A hundred gigawatts of new capacity gets built only if the economics hold. If AI inference demand grows as projected, if agentic AI workloads consume compute at the rates analysts predict, if enterprise adoption accelerates, then the buildout looks prescient. The power gets consumed. The facilities fill up. The materials get used.
If demand disappoints, we have a lot of empty buildings connected to a lot of power that could have been used for other things. And a lot of grid infrastructure investments that ratepayers will be paying for regardless.
The HPC community has seen infrastructure bubbles before. The fiber optic buildout of the late 1990s created massive overcapacity that took a decade to absorb. But it also created the physical infrastructure that made cloud computing possible. Even overcapacity can be productive, given enough time.
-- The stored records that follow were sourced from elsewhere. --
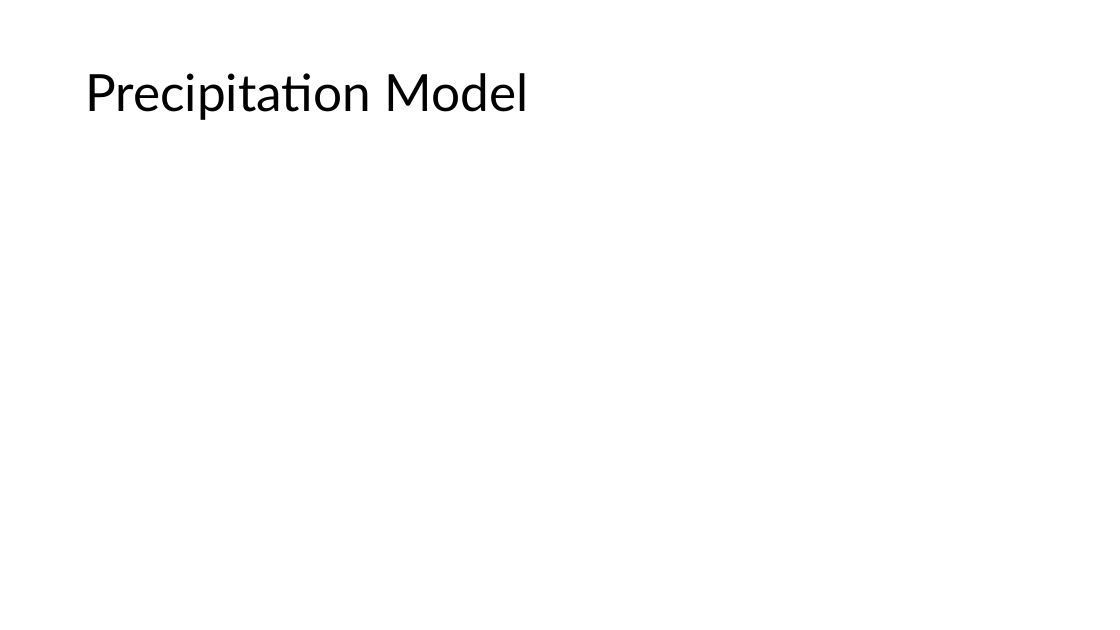
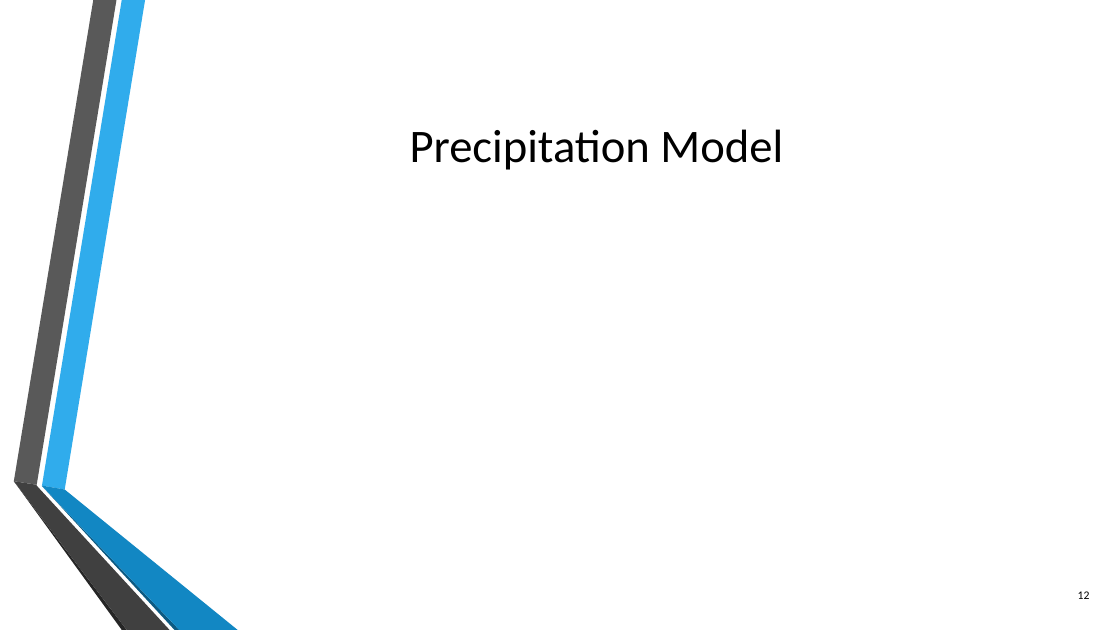
Before and after one commit to kstone3/Senior-Thesis, a slide deck: slide 12 of Thesis/thesis_defense.pptx (slide 11 before the commit). Drawn at 1120x630 pixels with LibreOffice and Linux fonts; fonts in the diff are those of the drawing; grey boxes stand for pictures; background and template pictures are left out. Boxes give left, top, right and bottom in pixels: in the first picture for what was removed or moved away, otherwise in the second. Text is boxed around its words. In the diff, an @@ line names an element or a change of style, - is before the commit and + after.

```diff
--- a/Thesis/thesis_defense.pptx
+++ b/Thesis/thesis_defense.pptx
@@ title "Precipitation Model": place and size @@
-title "Precipitation Model" at <box>85,73,528,120</box>
+title "Precipitation Model" at <box>410,129,783,170</box>
@@ title "Precipitation Model" at <box>410,129,783,170</box>: size 44 to 40 pt, font Lato to Calibri; alignment left to centre; line spacing 0.9 to 1 @@
@@ group added at <box>13,0,238,630</box>: 6 freeform shapes @@
@@ page number added at <box>1078,591,1090,599</box>, 10 pt, text #000000 @@
+12
```
Also in this commit, not shown: 12 other slides changed, 14 slides added, 4 slides removed, 16 other files.

The difference this time: the power consumption is permanent. A dark fiber cable doesn’t consume energy. A powered-down data center still has property taxes, maintenance costs, and grid interconnection fees. The downside case for the 100-gigawatt supercycle isn’t wasted fiber. It’s wasted watts and stranded capital at a scale the industry has never contemplated.
Twelve quarters to double hyperscale capacity. One hundred gigawatts of new construction. The equivalent of a nation’s nuclear fleet, built in five years. That’s the bet the computing industry is making. The power bill comes due regardless of whether AI delivers.